• **Assigned task**
Filter out all lines without the word "flat" from the data below, please, and copy the rest.

** Listed records follows **

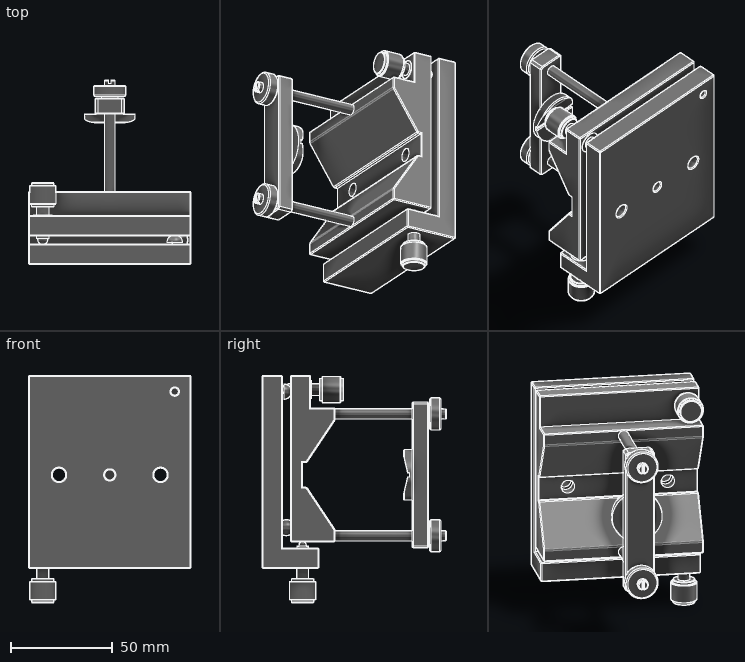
import cadquery as cq
import math


width = 80.0
height = 95.0
plate_thickness = 10.0
foot_length = 28.0
edge_break = 0.5
overlap = 1.0

plate_gap = 4.0
foot_gap = 3.0
block_front = plate_thickness + plate_gap
block_back = block_front + plate_thickness
block_bottom = plate_thickness + foot_gap
jaw_top = 79.0
jaw_back = 36.0
jaw_lip = 6.0
notch_floor = 20.0
notch_mouth = 22.0
notch_half_height = 6.0
jaw_mid = (block_bottom + jaw_top) / 2

mount_hole_offset = 25.0
mount_hole_diameter = 6.6
centre_hole_diameter = 5.0
spring_hole_diameter = 3.6
spring_hole_inset = 8.0
hole_break = 0.5

bar_front = 74.0
bar_thickness = 8.0
bar_width = 14.4
bar_length = 72.0
bar_corner = 1.4
bar_end_corner = 1.0
bar_edge_break = 0.5
bar_back = bar_front + bar_thickness
pad_diameter = 25.0
pad_thickness = 4.4
pad_rim_break = 0.6
pad_slit_width = 2.0
pad_slit_depth = 3.0
pad_groove_depth = 2.1
pad_groove_half_height = 10.0

stud_offset = 30.0
stud_diameter = 5.2
stud_tip = 90.87
stud_tip_break = 0.5
slot_width = 1.0
slot_depth = 1.7
nut_collar_diameter = 8.2
nut_start = 82.6
nut_diameter = 16.0
nut_thickness = 5.6
nut_break = 0.7

adjuster_inset = 7.0
screw_diameter = 6.0
block_head_standoff = 4.2
foot_head_standoff = 5.03
head_diameter = 13.0
head_length = 12.0
head_shoulder_diameter = 11.0
head_shoulder_length = 1.4
head_break = 0.3
bushing_diameter = 9.0
bushing_height = 0.3
screw_recess_diameter = 10.5
screw_recess_depth = 0.2
block_screw_end = 1.3
block_screw_tip_radius = 2.5
block_screw_tip_centre = 1.7
foot_screw_y = 20.0
foot_screw_end_diameter = 5.7
foot_screw_end = 0.9
foot_screw_tip_radius = 1.8
foot_screw_tip_centre = 1.4

pivot_radius = 4.0
pivot_inset = 5.5
pivot_height = 20.0
spring_seat_radius = 3.8
spring_seat_gap = 0.8


def extruded_plate(outline, inner_corners):
    """Extrude a Y-Z outline across the width and break every outward edge."""
    plate = cq.Workplane("YZ").polyline(outline).close().extrude(width / 2, both=True)

    def is_outward(edge):
        middle = edge.Center()
        return all(math.dist((middle.y, middle.z), corner) > edge_break for corner in inner_corners)

    ends = plate.faces("<X or >X").edges()
    long_edges = plate.edges("|X").filter(is_outward)
    return ends.add(long_edges).chamfer(edge_break)


def along_y(diameter, start, end, x, z):
    """Round bar parallel to Y."""
    radius = diameter / 2
    rod = cq.Solid.makeCylinder(radius, end - start, cq.Vector(x, start, z), cq.Vector(0, 1, 0))
    return cq.Workplane(rod)


def ball(radius, x, y, z):
    return cq.Workplane("XY").sphere(radius).translate((x, y, z))


def base_plate():
    outline = [
        (0, 0),
        (foot_length, 0),
        (foot_length, plate_thickness),
        (plate_thickness, plate_thickness),
        (plate_thickness, height),
        (0, height),
    ]
    return extruded_plate(outline, [(plate_thickness, plate_thickness)])


def v_block():
    outline = [
        (block_front, block_bottom),
        (jaw_back, block_bottom),
        (jaw_back, block_bottom + jaw_lip),
        (notch_mouth, jaw_mid - notch_half_height),
        (notch_floor, jaw_mid - notch_half_height),
        (notch_floor, jaw_mid + notch_half_height),
        (notch_mouth, jaw_mid + notch_half_height),
        (jaw_back, jaw_top - jaw_lip),
        (jaw_back, jaw_top),
        (block_back, jaw_top),
        (block_back, height),
        (block_front, height),
    ]
    inner_corners = [
        (notch_floor, jaw_mid - notch_half_height),
        (notch_floor, jaw_mid + notch_half_height),
        (block_back, jaw_top),
    ]
    return extruded_plate(outline, inner_corners)


def countersunk_hole(diameter, x, z, depth):
    """Cutter for a hole entering the outer face of the base, with a broken rim."""
    rim = cq.Solid.makeCone(
        diameter / 2 + hole_break, diameter / 2, hole_break, cq.Vector(x, 0, z), cq.Vector(0, 1, 0)
    )
    return along_y(diameter, 0, depth, x, z).union(cq.Workplane(rim))


def block_screw_recess():
    """Cutter for the shallow seat around the screw on the front face of the V-block."""
    x = -width / 2 + adjuster_inset
    z = height - adjuster_inset
    return along_y(screw_recess_diameter, block_front, block_front + screw_recess_depth, x, z)


def foot_screw_recess():
    """Cutter for the shallow seat around the screw on the upper face of the foot."""
    x = -width / 2 + adjuster_inset
    bottom = plate_thickness - screw_recess_depth
    return (
        cq.Workplane("XY", origin=(x, foot_screw_y, bottom))
        .circle(screw_recess_diameter / 2)
        .extrude(screw_recess_depth)
    )


def clamp_bar():
    bar = (
        cq.Workplane("XY")
        .box(bar_width, bar_thickness, bar_length)
        .edges("|Y")
        .chamfer(bar_end_corner, bar_corner)
        .faces("<Y or >Y")
        .edges()
        .chamfer(bar_edge_break)
    )
    return bar.translate((0, bar_front + bar_thickness / 2, jaw_mid))


def clamp_pad():
    """Round pad with a shallow V groove along X and a narrow slit at its root."""
    pad_face = bar_front - pad_thickness
    pad = along_y(pad_diameter, pad_face, bar_front, 0, jaw_mid)
    pad = pad.faces("<Y").edges().chamfer(pad_rim_break)
    slit_half = pad_slit_width / 2
    groove = (
        cq.Workplane("YZ")
        .moveTo(pad_face, jaw_mid - pad_groove_half_height)
        .lineTo(pad_face + pad_groove_depth, jaw_mid - slit_half)
        .lineTo(pad_face + pad_slit_depth, jaw_mid - slit_half)
        .lineTo(pad_face + pad_slit_depth, jaw_mid + slit_half)
        .lineTo(pad_face + pad_groove_depth, jaw_mid + slit_half)
        .lineTo(pad_face, jaw_mid + pad_groove_half_height)
        .close()
        .extrude(pad_diameter, both=True)
    )
    return pad.cut(groove)


def stud_and_nut(z):
    stud = along_y(stud_diameter, jaw_back - overlap, stud_tip, 0, z)
    stud = stud.faces(">Y").edges().chamfer(stud_tip_break)
    slot = cq.Workplane("XY").box(slot_width, 2 * slot_depth, 2 * stud_diameter).translate((0, stud_tip, z))
    collar = along_y(nut_collar_diameter, bar_back, nut_start, 0, z)
    nut = along_y(nut_diameter, nut_start, nut_start + nut_thickness, 0, z)
    nut = nut.edges().chamfer(nut_break)
    return stud.cut(slot).union(collar).union(nut)


def adjuster_head(standoff):
    """Thumb head on its neck, along +Z from a plate face at Z = 0."""
    neck = cq.Workplane("XY").circle(screw_diameter / 2).extrude(standoff + overlap)
    shoulders = (
        cq.Workplane("XY", origin=(0, 0, standoff))
        .circle(head_shoulder_diameter / 2)
        .extrude(head_length)
        .edges()
        .chamfer(head_break)
    )
    grip = (
        cq.Workplane("XY", origin=(0, 0, standoff + head_shoulder_length))
        .circle(head_diameter / 2)
        .extrude(head_length - 2 * head_shoulder_length)
        .edges()
        .chamfer(head_break)
    )
    return neck.union(shoulders).union(grip)


def block_adjuster():
    """Screw through the top of the V-block, bearing on the base plate."""
    x = -width / 2 + adjuster_inset
    z = height - adjuster_inset
    end = block_front - block_screw_end
    head = adjuster_head(block_head_standoff).rotate((0, 0, 0), (1, 0, 0), -90).translate((x, block_back, z))
    bushing = along_y(bushing_diameter, block_back, block_back + bushing_height, x, z)
    screw = along_y(screw_diameter, end, block_front + overlap, x, z)
    tip = ball(block_screw_tip_radius, x, block_front - block_screw_tip_centre, z)
    return head.union(bushing).union(screw).union(tip)


def foot_adjuster():
    """Screw up through the foot, bearing on the underside of the V-block."""
    x = -width / 2 + adjuster_inset
    y = foot_screw_y
    head = adjuster_head(foot_head_standoff).rotate((0, 0, 0), (1, 0, 0), 180).translate((x, y, 0))
    screw = (
        cq.Workplane("XY", origin=(x, y, plate_thickness - overlap))
        .circle(foot_screw_end_diameter / 2)
        .extrude(overlap + foot_screw_end)
    )
    tip = ball(foot_screw_tip_radius, x, y, plate_thickness + foot_screw_tip_centre)
    return head.union(screw).union(tip)


def pivot_ball():
    return ball(pivot_radius, width / 2 - pivot_inset, plate_thickness + plate_gap / 2, pivot_height)


def spring_seat():
    """Domed seat on the V-block, its flat side facing the base plate."""
    x = width / 2 - spring_hole_inset
    z = height - spring_hole_inset
    flat = plate_thickness + spring_seat_gap
    front_limit = along_y(2 * spring_seat_radius, flat, flat + spring_seat_radius, x, z)
    return ball(spring_seat_radius, x, flat, z).intersect(front_limit)


result = base_plate().union(v_block())
for side in (-1, 1):
    result = result.cut(countersunk_hole(mount_hole_diameter, side * mount_hole_offset, jaw_mid, block_back))
result = result.cut(countersunk_hole(centre_hole_diameter, 0, jaw_mid, plate_thickness))
result = result.cut(
    countersunk_hole(
        spring_hole_diameter, width / 2 - spring_hole_inset, height - spring_hole_inset, plate_thickness
    )
)
result = result.cut(block_screw_recess()).cut(foot_screw_recess())
for part in (pivot_ball(), spring_seat(), block_adjuster(), foot_adjuster(), clamp_bar(), clamp_pad()):
    result = result.union(part)
for side in (-1, 1):
    result = result.union(stud_and_nut(jaw_mid + side * stud_offset))

** End of Listed records **

• **Solution for this task**
    """Domed seat on the V-block, its flat side facing the base plate."""
    flat = plate_thickness + spring_seat_gap
    front_limit = along_y(2 * spring_seat_radius, flat, flat + spring_seat_radius, x, z)
    return ball(spring_seat_radius, x, flat, z).intersect(front_limit)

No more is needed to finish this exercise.